*** Block opens ***
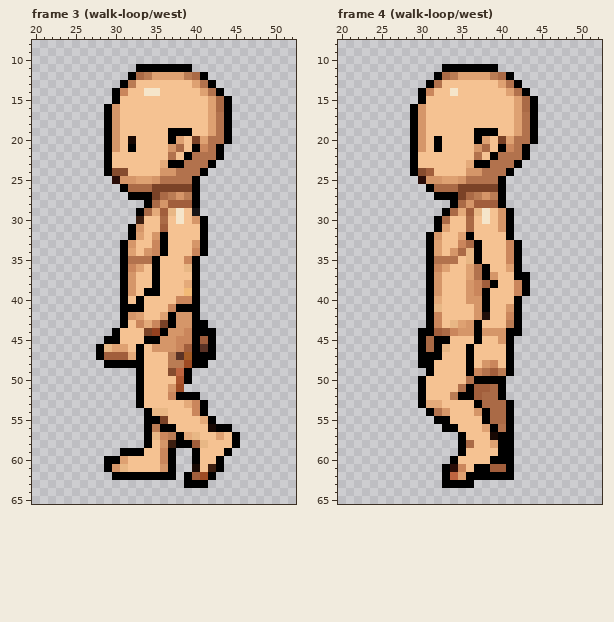
A pixel-art file gets an edit: apps/cheliki/public/characters/paper-doll/paper-doll.aseprite. Above, as it was before the edit.
76x76 pixels, 25 frames. Colours within 5 levels of each other are drawn and written as one. Shown: frame 3 (walk-loop/west): x 20..52, y 8..65; frame 4 (walk-loop/west): x 20..52, y 8..65. The commit also changed other frames, which this record leaves out.
After the commit:
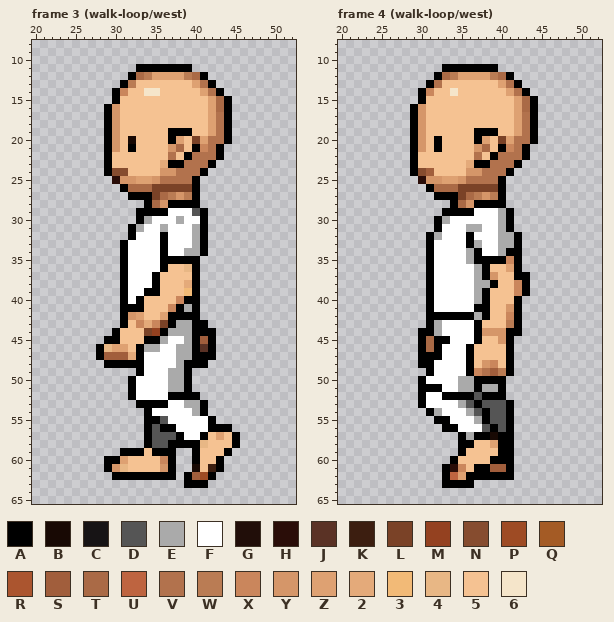
Palette (. is transparent): A #000000  B #180904  C #171415  D #555555  E #aaaaaa  F #ffffff  G #210e09  H #2a0d08  J #5a3225  K #3c1e10  L #7a4227  M #944120  N #864c2f  P #9e4b24  Q #a45b25  R #ab552f  S #a15e3c  T #aa6a46  U #be6440  V #b2724d  W #ba7c54  X #ca865c  Y #d59669  Z #dea172  2 #e4aa7a  3 #f2ba77  4 #e8b785  5 #f5c292  6 #f5e5ca
The edit:
layer "body" added
layer "clothes/jeans" added
layer "clothes/t-shirt" added
layer "clothes/shorts" added
layer "animations" removed
--- frame 3 (walk-loop/west), layers "clothes/shorts", "clothes/t-shirt", "clothes/jeans"
@@ x 30..44 @@
 27 ..AAALTWYWA....
-28 ....ATYSSSA....
-29 ...AT2S465C....
-30 ...K55T565YA...
-31 ..AY55S5555A...
-32 ..AZ5YA5555A...
-33 .AY55XA555YA...
-34 .AZ5YXA555XA...
-35 .AVVVA555XA....
-36 .AXZ5A5554A....
-37 .AY55A5555A....
-38 .AY55A5552A....
-39 .AY5AA5553A....
-40 .A5A5555XXA....
-41 .AAA555XAAA....
-42 .AYZ55ZAYYA....
-43 .A5X2XLAYYAA...
-44 A555LMAYYXAAA..
-45 A555AAYYXXASA..
-46 ZZ5A5YYYXSAJA..
-47 SS2A555WJQAAA..
-48 AAAA555WWPAA...
-49 ...A555NUA.....
-50 ...A5555RA.....
-51 ...A555YP......
-52 ...A555XAAA....
-53 ...A555552XA...
-54 ....A44555XA...
-55 ....AAL55552A..
-56 ....AWAA5555BAA
-57 ....A4XWA2455Z5
-58 ....A5YKAAS4555
-59 .AAA55XA..A555A
+28 ....ATYAAAA....
+29 ...AAAAFFFDA...
+30 ...AEFFFEFFA...
+31 ..AEFFEFFFEA...
+32 ..AFFFAFFFEA...
+33 .AFFFFAFFFEA...
+34 .AFFFFAFFEEA...
+35 .AFFFFAAAAA....
+36 .AFFFFA554A....
+37 .AFFFA5555A....
+38 .AFFFA5552A....
+39 .AFFAA5553A....
+40 .AFA5555XAA....
+41 .AAA555XAEA....
+42 .AYZ55ZAAAA....
+43 .A5X2XLAEEAA...
+44 A555LMAEEEAAA..
+45 A555AAEFFEASA..
+46 ZZ5AEEFFEEAJA..
+47 SS2AFFFFEEAAA..
+48 AAAAFFFFEAAA...
+49 ...AFFFEEA.....
+50 ..AFFFFEEA.....
+51 ..AFFFFEEA.....
+52 ..AFFFFAAAA....
+53 ...AAAAFFEEA...
+54 ....AFFFFFEA...
+55 ....AADFFFFFA..
+56 ....ADAAFFFFAAA
+57 ....ADDDAFFA5Z5
+58 ....ADDAAAA4555
+59 .AAA5AAA..A555A
 60 AZ5555XA..A55A.
--- frame 4 (walk-loop/west), layers "clothes/shorts", "clothes/t-shirt", "clothes/jeans"
@@ x 29..44 @@
 27 ...AAALTWYWA....
-28 .....ATYSSSA....
-29 ....AT2S465YA...
-30 ...AT55T565YA...
-31 ...AZ55T555YA...
-32 ..AY55ZA5555A...
-33 ..AZ55XTA555XA..
-34 ..AZ5YT4A555XA..
-35 ..AVVV54A555XA..
-36 ..AXZ55ZVA55ZA..
-37 ..AY555ZVAY55AA.
-38 ..AY555YXSA55XA.
-39 ..AY555YXA555XA.
-40 ..A2555YYA555A..
-41 ..A45555YA55YA..
-42 ..AX5555YG55XA..
-43 ..AX54ZYA555WA..
-44 .AASTXYYAYYYAA..
-45 .ATAA555A55YA...
-46 .ATA455A5555A...
-47 .AAA555A5555A...
-48 .AA5555A5YX5A...
-49 ..A5555AXVSWA...
-50 .A55555VAAAA....
-51 .A5555VASSTA....
-52 .A555WAASTTA....
-53 .A225555ATTTA...
-54 ..AVY555YATTA...
-55 ...AA5555ATTA...
-56 ....AA555ZAVA...
-57 ......A555BAA...
-58 ......AT55ZAA...
+28 .....ATYAAAA....
+29 ....AAAAFFFEA...
+30 ...AEFFFFFFEA...
+31 ...AFFFEEFFEA...
+32 ..AEFFFAFFFEEA..
+33 ..AFFFFAEFFEEA..
+34 ..AFFFFEAFFEAA..
+35 ..AFFFFEAAAAXA..
+36 ..AFFFFFEA55ZA..
+37 ..AFFFFFEAY55AA.
+38 ..AFFFFFEEA55XA.
+39 ..AFFFFFEA555XA.
+40 ..AFFFFFEA555A..
+41 ..AFFFFFAA55YA..
+42 ..AAAAAAEA55XA..
+43 ..AEFFFFA555WA..
+44 .AAEFFFFAYYYAA..
+45 .ATAAFFFA55YA...
+46 .ATAFFFA5555A...
+47 .AAAFFFA5555A...
+48 .AAFFFFA5YX5A...
+49 ..AFFFFAXVSWA...
+50 .AFFFFEEAAAA....
+51 .AAAFFEEAEEA....
+52 .AFFAAAADAAA....
+53 .AFFFFEDADDDA...
+54 ..AEFFFEDADDA...
+55 ...AAFFFEADDA...
+56 ....AAFFFDADA...
+57 ......AEAABAA...
+58 ......AA55ZAA...
 59 ......A5555AA...
Changed places in both pictures, as pixel boxes (x1, y1, x2, y2):
changed: (128, 200, 216, 456)
changed: (426, 200, 522, 448)
*** Block closes ***
Task prompt ->
Everything above should be given again exactly, apart from the pictures.

Solution to this task ->
A pixel-art file gets an edit: apps/cheliki/public/characters/paper-doll/paper-doll.aseprite. Above, as it was before the edit.
76x76 pixels, 25 frames. Colours within 5 levels of each other are drawn and written as one. Shown: frame 3 (walk-loop/west): x 20..52, y 8..65; frame 4 (walk-loop/west): x 20..52, y 8..65. The commit also changed other frames, which this record leaves out.
After the commit:
Palette (. is transparent): A #000000  B #180904  C #171415  D #555555  E #aaaaaa  F #ffffff  G #210e09  H #2a0d08  J #5a3225  K #3c1e10  L #7a4227  M #944120  N #864c2f  P #9e4b24  Q #a45b25  R #ab552f  S #a15e3c  T #aa6a46  U #be6440  V #b2724d  W #ba7c54  X #ca865c  Y #d59669  Z #dea172  2 #e4aa7a  3 #f2ba77  4 #e8b785  5 #f5c292  6 #f5e5ca
The edit:
layer "body" added
layer "clothes/jeans" added
layer "clothes/t-shirt" added
layer "clothes/shorts" added
layer "animations" removed
--- frame 3 (walk-loop/west), layers "clothes/shorts", "clothes/t-shirt", "clothes/jeans"
@@ x 30..44 @@
 27 ..AAALTWYWA....
-28 ....ATYSSSA....
-29 ...AT2S465C....
-30 ...K55T565YA...
-31 ..AY55S5555A...
-32 ..AZ5YA5555A...
-33 .AY55XA555YA...
-34 .AZ5YXA555XA...
-35 .AVVVA555XA....
-36 .AXZ5A5554A....
-37 .AY55A5555A....
-38 .AY55A5552A....
-39 .AY5AA5553A....
-40 .A5A5555XXA....
-41 .AAA555XAAA....
-42 .AYZ55ZAYYA....
-43 .A5X2XLAYYAA...
-44 A555LMAYYXAAA..
-45 A555AAYYXXASA..
-46 ZZ5A5YYYXSAJA..
-47 SS2A555WJQAAA..
-48 AAAA555WWPAA...
-49 ...A555NUA.....
-50 ...A5555RA.....
-51 ...A555YP......
-52 ...A555XAAA....
-53 ...A555552XA...
-54 ....A44555XA...
-55 ....AAL55552A..
-56 ....AWAA5555BAA
-57 ....A4XWA2455Z5
-58 ....A5YKAAS4555
-59 .AAA55XA..A555A
+28 ....ATYAAAA....
+29 ...AAAAFFFDA...
+30 ...AEFFFEFFA...
+31 ..AEFFEFFFEA...
+32 ..AFFFAFFFEA...
+33 .AFFFFAFFFEA...
+34 .AFFFFAFFEEA...
+35 .AFFFFAAAAA....
+36 .AFFFFA554A....
+37 .AFFFA5555A....
+38 .AFFFA5552A....
+39 .AFFAA5553A....
+40 .AFA5555XAA....
+41 .AAA555XAEA....
+42 .AYZ55ZAAAA....
+43 .A5X2XLAEEAA...
+44 A555LMAEEEAAA..
+45 A555AAEFFEASA..
+46 ZZ5AEEFFEEAJA..
+47 SS2AFFFFEEAAA..
+48 AAAAFFFFEAAA...
+49 ...AFFFEEA.....
+50 ..AFFFFEEA.....
+51 ..AFFFFEEA.....
+52 ..AFFFFAAAA....
+53 ...AAAAFFEEA...
+54 ....AFFFFFEA...
+55 ....AADFFFFFA..
+56 ....ADAAFFFFAAA
+57 ....ADDDAFFA5Z5
+58 ....ADDAAAA4555
+59 .AAA5AAA..A555A
 60 AZ5555XA..A55A.
--- frame 4 (walk-loop/west), layers "clothes/shorts", "clothes/t-shirt", "clothes/jeans"
@@ x 29..44 @@
 27 ...AAALTWYWA....
-28 .....ATYSSSA....
-29 ....AT2S465YA...
-30 ...AT55T565YA...
-31 ...AZ55T555YA...
-32 ..AY55ZA5555A...
-33 ..AZ55XTA555XA..
-34 ..AZ5YT4A555XA..
-35 ..AVVV54A555XA..
-36 ..AXZ55ZVA55ZA..
-37 ..AY555ZVAY55AA.
-38 ..AY555YXSA55XA.
-39 ..AY555YXA555XA.
-40 ..A2555YYA555A..
-41 ..A45555YA55YA..
-42 ..AX5555YG55XA..
-43 ..AX54ZYA555WA..
-44 .AASTXYYAYYYAA..
-45 .ATAA555A55YA...
-46 .ATA455A5555A...
-47 .AAA555A5555A...
-48 .AA5555A5YX5A...
-49 ..A5555AXVSWA...
-50 .A55555VAAAA....
-51 .A5555VASSTA....
-52 .A555WAASTTA....
-53 .A225555ATTTA...
-54 ..AVY555YATTA...
-55 ...AA5555ATTA...
-56 ....AA555ZAVA...
-57 ......A555BAA...
-58 ......AT55ZAA...
+28 .....ATYAAAA....
+29 ....AAAAFFFEA...
+30 ...AEFFFFFFEA...
+31 ...AFFFEEFFEA...
+32 ..AEFFFAFFFEEA..
+33 ..AFFFFAEFFEEA..
+34 ..AFFFFEAFFEAA..
+35 ..AFFFFEAAAAXA..
+36 ..AFFFFFEA55ZA..
+37 ..AFFFFFEAY55AA.
+38 ..AFFFFFEEA55XA.
+39 ..AFFFFFEA555XA.
+40 ..AFFFFFEA555A..
+41 ..AFFFFFAA55YA..
+42 ..AAAAAAEA55XA..
+43 ..AEFFFFA555WA..
+44 .AAEFFFFAYYYAA..
+45 .ATAAFFFA55YA...
+46 .ATAFFFA5555A...
+47 .AAAFFFA5555A...
+48 .AAFFFFA5YX5A...
+49 ..AFFFFAXVSWA...
+50 .AFFFFEEAAAA....
+51 .AAAFFEEAEEA....
+52 .AFFAAAADAAA....
+53 .AFFFFEDADDDA...
+54 ..AEFFFEDADDA...
+55 ...AAFFFEADDA...
+56 ....AAFFFDADA...
+57 ......AEAABAA...
+58 ......AA55ZAA...
 59 ......A5555AA...
Changed places in both pictures, as pixel boxes (x1, y1, x2, y2):
changed: (128, 200, 216, 456)
changed: (426, 200, 522, 448)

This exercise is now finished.